If index records are inserted in a sequential order (ascending or descending), the resulting index pages will be about 15/16 full. If records are inserted in a random order, the pages will be from 1/2 to 15/16 full. If the fillfactor of an index page drops below 1/2, InnoDB tries to contract the index tree to free the page.

Insert Buffering

It is a common situation in a database application that the primary key is a unique identifier and new rows are inserted in the ascending order of the primary key. Thus the insertions to the clustered index do not require random reads from a disk.

On the other hand, secondary indexes are usually non-unique, and insertions into secondary indexes happen in a relatively random order. This would cause a lot of random disk I/O operations without a special mechanism used in InnoDB.

If an index record should be inserted to a non-unique secondary index, InnoDB checks whether the secondary index page is already in the buffer pool. If that is the case, InnoDB does the insertion directly to the index page. If the index page is not found in the buffer pool, InnoDB inserts the record to a special insert buffer structure. The insert buffer is kept so small that it fits entirely in the buffer pool, and insertions can be done very fast.

Periodically, the insert buffer is merged into the secondary index trees in the database. Often it is possible to merge several insertions to the same page of the index tree, saving disk I/O operations. It has been measured that the insert buffer can speed up insertions into a table up to 15 times.

Adaptive Hash Indexes

If a table fits almost entirely in main memory, the fastest way to perform queries on it is to use hash indexes. InnoDB has an automatic mechanism that monitors index searches made to the indexes defined for a table. If InnoDB notices that queries could benefit from building a hash index, it does so automatically.

Note that the hash index is always built based on an existing B-tree index on the table. InnoDB can build a hash index on a prefix of any length of the key defined for the B-tree, depending on the pattern of searches that InnoDB observes for the B-tree index. A hash index can be partial: It is not required that the whole B-tree index is cached in the buffer pool. InnoDB will build hash indexes on demand for those pages of the index that are often accessed.

In a sense, InnoDB tailors itself through the adaptive hash index mechanism to ample main memory, coming closer to the architecture of main memory databases.

Physical Record Structure

Records in InnoDB tables have the following characteristics:

  • Each index record in InnoDB contains a header of six bytes. The header is used to link consecutive records together, and also in row-level locking.

  • Records in the clustered index contain fields for all user-defined columns. In addition, there is a six-byte field for the transaction ID and a seven-byte field for the roll pointer.

  • If no primary key was defined for a table, each clustered index record also contains a six-byte row ID field.

  • Each secondary index record contains also all the fields defined for the clustered index key.

  • A record contains also a pointer to each field of the record.
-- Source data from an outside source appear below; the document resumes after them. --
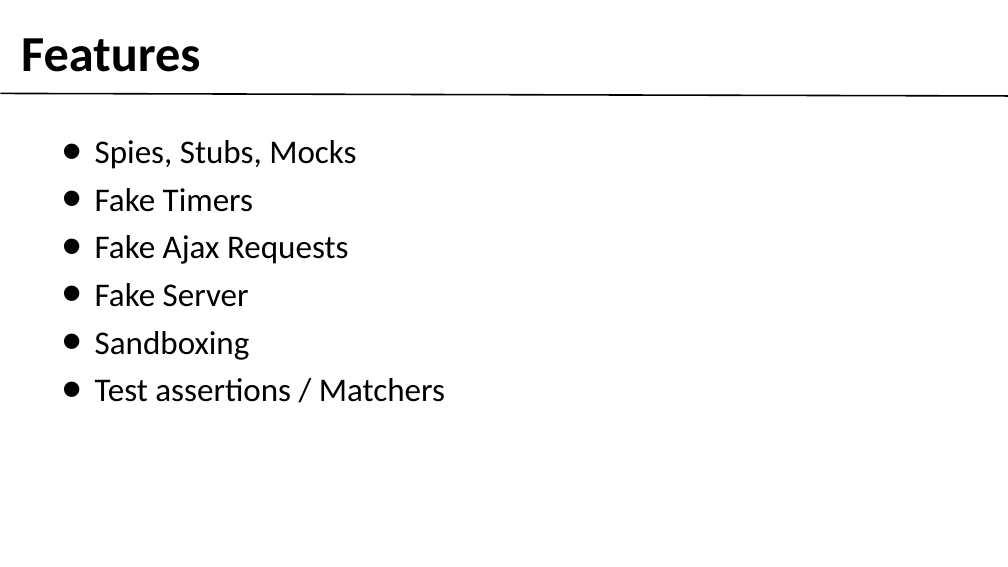
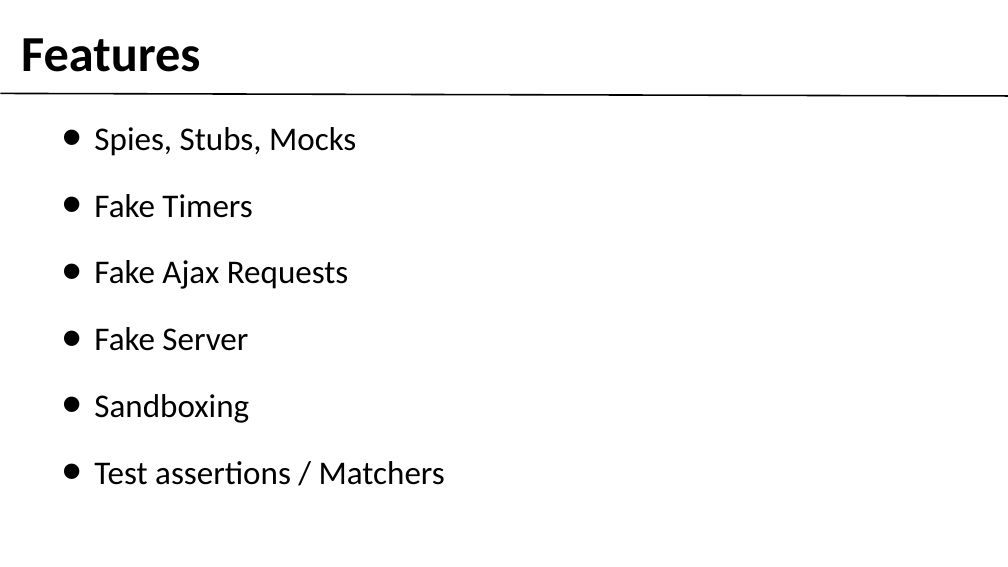
Before and after one commit to gobengo/devoxx-panorama-js-testing, a slide deck: slide 3 of doc/sinonjs_part.ppt. Drawn at 1008x567 pixels with LibreOffice and Linux fonts; fonts in the diff are those of the drawing; background and template pictures are left out. Boxes give left, top, right and bottom in pixels: in the first picture for what was removed or moved away, otherwise in the second. Text is boxed around its words. In the diff, an @@ line names an element or a change of style, - is before the commit and + after.

```diff
--- a/doc/sinonjs_part.ppt
+++ b/doc/sinonjs_part.ppt
@@ text "Spies, Stubs, Mocks" rewrapped from [95, 140, 445, 402] to [94, 127, 445, 485] @@
```
Also in this commit, not shown: 8 other slides changed, 5 slides added, 4 slides removed, 2 other files.
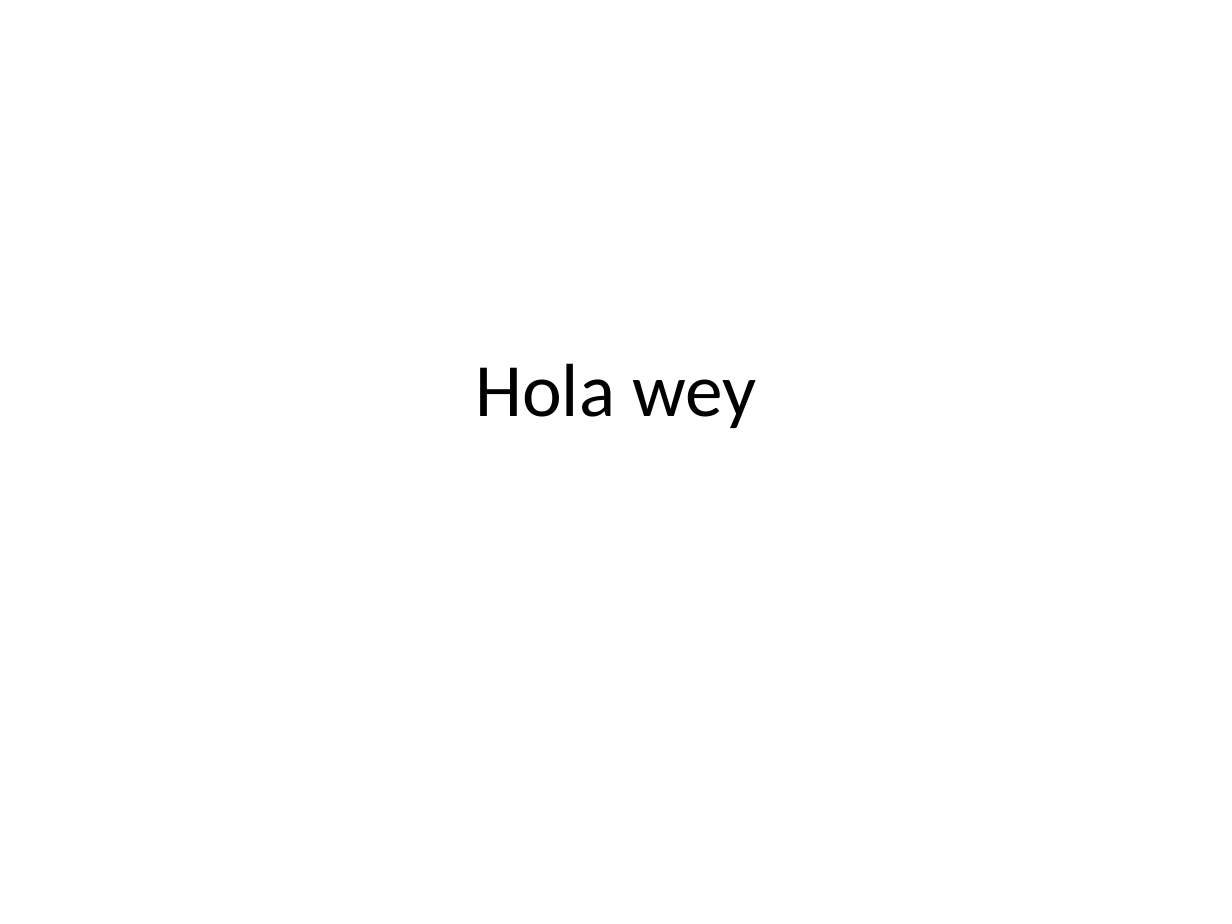
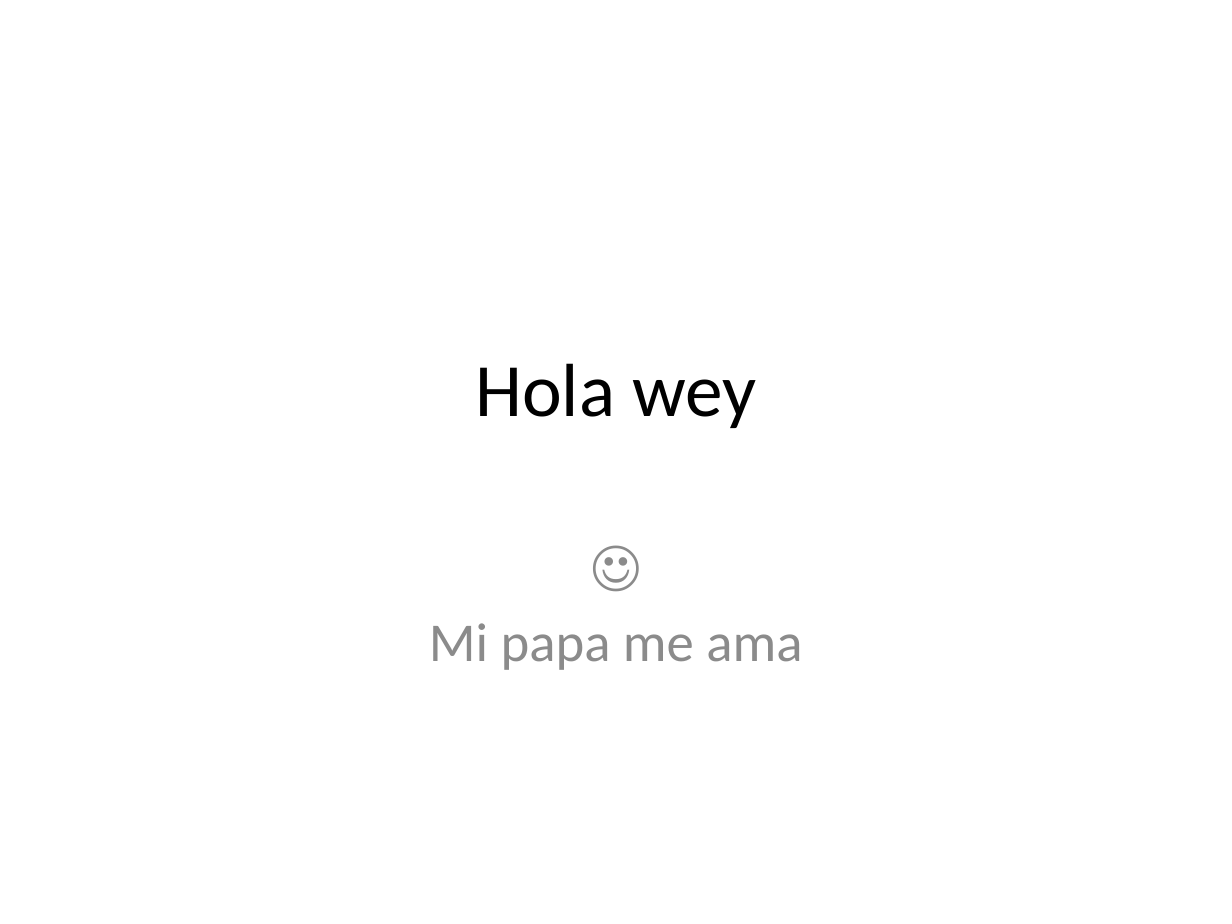
Before and after one commit to edilbertoh7/ashley-power-point, a slide deck: slide 1 of ashley.pptx. Drawn at 1232x924 pixels with LibreOffice and Linux fonts; fonts in the diff are those of the drawing. Boxes give left, top, right and bottom in pixels: in the first picture for what was removed or moved away, otherwise in the second. Text is boxed around its words. In the diff, an @@ line names an element or a change of style, - is before the commit and + after.

Commit message:
lola

```diff
--- a/ashley.pptx
+++ b/ashley.pptx
@@ subtitle added at box(429, 623, 802, 670), 32 pt, text #8C8C8C @@
+☺
+Mi papa me ama
```

If the total length of the fields in a record is less than 128 bytes, the pointer is one byte; otherwise, two bytes. The array of these pointers is called the record directory. The area where these pointers point is called the data part of the record.

  • Internally, InnoDB stores fixed-length character columns such as CHAR(10) in a fixed-length format. InnoDB truncates trailing spaces from VARCHAR columns. Note that MySQL may internally convert CHAR columns to VARCHAR. See the section called “Silent Column Specification Changes”.

  • An SQL NULL value reserves 1 or 2 bytes in the record directory. Besides that, an SQL NULL value reserves zero bytes in the data part of the record if stored in a variable length column. In a fixed-length column, it reserves the fixed length of the column in the data part of the record. The motivation behind reserving the fixed space for NULL values is that then an update of the column from NULL to a non-NULL value can be done in place and does not cause fragmentation of the index page.